Records contained in a dataset

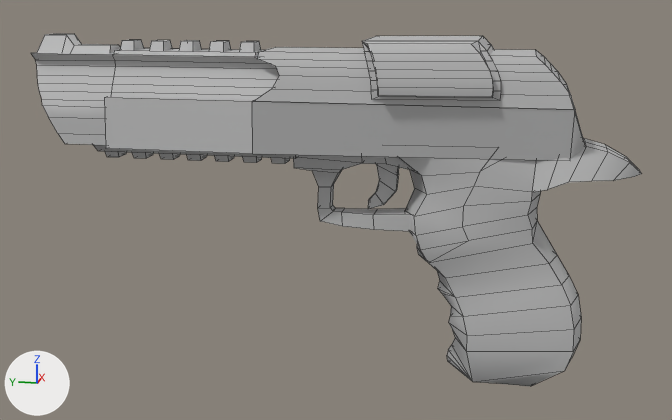
An edit to the FBX model Glitched Game/Assets/Models/Gun_V2.fbx, drawn before and after from the same camera.
Before and after are seen from a 50 mm lens placed at (-0.518, -0.022, 0.122), pointed at (0.0, 0.081, -0.008). Arrows for +X, +Y and +Z are at lower left; the lights stay in place. Mesh edges are drawn as thin lines. Where no turn or scale is listed for an object, it has been applied to the vertices.

The older version as bpy lines, for what is in view:
```python
me_untitled = bpy.data.meshes.new('Untitled')
me_untitled.from_pydata(...)  # 387 vertices, 326 faces; spans x -0.028..0.028, y -0.087..0.258, z -0.103..0.091
me_untitled.materials.append(mat_lambert1)  # grey #bcbcbc
me_untitled_001 = bpy.data.meshes.new('Untitled.001')
me_untitled_001.from_pydata(...)  # 104 vertices, 100 faces; spans x -0.033..0.033, y -0.049..0.123, z 0.058..0.092
me_untitled_001.materials.append(mat_lambert1)  # grey #bcbcbc
me_untitled_002 = bpy.data.meshes.new('Untitled.002')
me_untitled_002.from_pydata(...)  # 20 vertices, 17 faces; spans x -0.0028..0.0028, y 0.0445..0.062, z -0.0058..0.0284
me_untitled_002.materials.append(mat_lambert1)  # grey #bcbcbc
ob_gun_base = bpy.data.objects.new('Gun_Base', me_untitled)
ob_gun_base.location = (0.0, 0.0, 0.0)
ob_gun_piece_1 = bpy.data.objects.new('Gun_Piece_1', me_untitled_001)
ob_gun_piece_1.location = (0.0, 0.0, 0.0)
ob_gun_trigger = bpy.data.objects.new('Gun_Trigger', me_untitled_002)
ob_gun_trigger.location = (0.0, 0.0, 0.0)
```
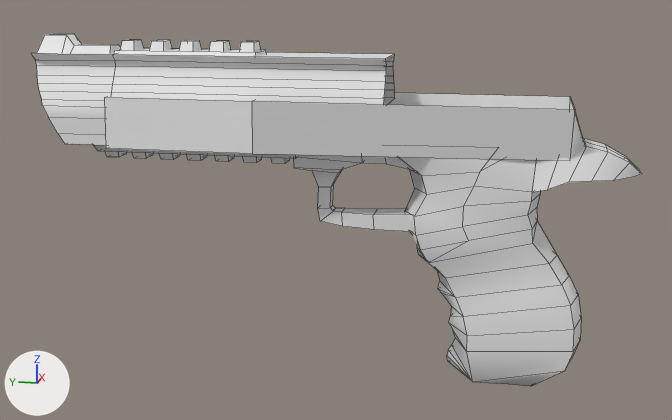
The newer file is also turned or shifted as a whole; pictures and numbers use the older file's frame.

Diff of the bpy script that builds the scene:
```diff
--- a/Glitched Game/Assets/Models/Gun_V2.fbx.py
+++ b/Glitched Game/Assets/Models/Gun_V2.fbx.py
@@ mat_lambert1_001 @@
+mat_lambert1_001 = principled_material('lambert1.001')
+mat_lambert1_001.base_color = (0.8, 0.8, 0.8)  # white #e7e7e7
+mat_lambert1_001.roughness = 0.553
@@ me_untitled @@
 me_untitled.from_pydata(...)  # 387 vertices, 326 faces; spans x -0.028..0.028, y -0.087..0.258, z -0.103..0.091
-me_untitled.materials.append(mat_lambert1)  # grey #bcbcbc
+me_untitled.materials.append(mat_lambert1_001)  # white #e7e7e7
@@ ob_gun_trigger @@
-ob_gun_trigger = bpy.data.objects.new('Gun_Trigger', me_untitled_002)
-ob_gun_trigger.location = (0.0, 0.0, 0.0)
@@ ob_gun_piece_1 @@
-ob_gun_piece_1 = bpy.data.objects.new('Gun_Piece_1', me_untitled_001)
-ob_gun_piece_1.location = (0.0, 0.0, 0.0)
```

Pixel boxes [x1, y1, x2, y2] of what changed, in the pictures (672 x 420 px):
'Gun_Base', recoloured: [31, 34, 641, 386] in both
'Gun_Piece_1', deleted: before [253, 36, 575, 110]
'Gun_Trigger', deleted: before [368, 164, 399, 209]

● **Required work**
Transcribe the records above exactly, excluding every picture.

● **Task solution**
An edit to the FBX model Glitched Game/Assets/Models/Gun_V2.fbx, drawn before and after from the same camera.
Before and after are seen from a 50 mm lens placed at (-0.518, -0.022, 0.122), pointed at (0.0, 0.081, -0.008). Arrows for +X, +Y and +Z are at lower left; the lights stay in place. Mesh edges are drawn as thin lines. Where no turn or scale is listed for an object, it has been applied to the vertices.

The older version as bpy lines, for what is in view:
```python
me_untitled = bpy.data.meshes.new('Untitled')
me_untitled.from_pydata(...)  # 387 vertices, 326 faces; spans x -0.028..0.028, y -0.087..0.258, z -0.103..0.091
me_untitled.materials.append(mat_lambert1)  # grey #bcbcbc
me_untitled_001 = bpy.data.meshes.new('Untitled.001')
me_untitled_001.from_pydata(...)  # 104 vertices, 100 faces; spans x -0.033..0.033, y -0.049..0.123, z 0.058..0.092
me_untitled_001.materials.append(mat_lambert1)  # grey #bcbcbc
me_untitled_002 = bpy.data.meshes.new('Untitled.002')
me_untitled_002.from_pydata(...)  # 20 vertices, 17 faces; spans x -0.0028..0.0028, y 0.0445..0.062, z -0.0058..0.0284
me_untitled_002.materials.append(mat_lambert1)  # grey #bcbcbc
ob_gun_base = bpy.data.objects.new('Gun_Base', me_untitled)
ob_gun_base.location = (0.0, 0.0, 0.0)
ob_gun_piece_1 = bpy.data.objects.new('Gun_Piece_1', me_untitled_001)
ob_gun_piece_1.location = (0.0, 0.0, 0.0)
ob_gun_trigger = bpy.data.objects.new('Gun_Trigger', me_untitled_002)
ob_gun_trigger.location = (0.0, 0.0, 0.0)
```
The newer file is also turned or shifted as a whole; pictures and numbers use the older file's frame.

Diff of the bpy script that builds the scene:
```diff
--- a/Glitched Game/Assets/Models/Gun_V2.fbx.py
+++ b/Glitched Game/Assets/Models/Gun_V2.fbx.py
@@ mat_lambert1_001 @@
+mat_lambert1_001 = principled_material('lambert1.001')
+mat_lambert1_001.base_color = (0.8, 0.8, 0.8)  # white #e7e7e7
+mat_lambert1_001.roughness = 0.553
@@ me_untitled @@
 me_untitled.from_pydata(...)  # 387 vertices, 326 faces; spans x -0.028..0.028, y -0.087..0.258, z -0.103..0.091
-me_untitled.materials.append(mat_lambert1)  # grey #bcbcbc
+me_untitled.materials.append(mat_lambert1_001)  # white #e7e7e7
@@ ob_gun_trigger @@
-ob_gun_trigger = bpy.data.objects.new('Gun_Trigger', me_untitled_002)
-ob_gun_trigger.location = (0.0, 0.0, 0.0)
@@ ob_gun_piece_1 @@
-ob_gun_piece_1 = bpy.data.objects.new('Gun_Piece_1', me_untitled_001)
-ob_gun_piece_1.location = (0.0, 0.0, 0.0)
```

Pixel boxes [x1, y1, x2, y2] of what changed, in the pictures (672 x 420 px):
'Gun_Base', recoloured: [31, 34, 641, 386] in both
'Gun_Piece_1', deleted: before [253, 36, 575, 110]
'Gun_Trigger', deleted: before [368, 164, 399, 209]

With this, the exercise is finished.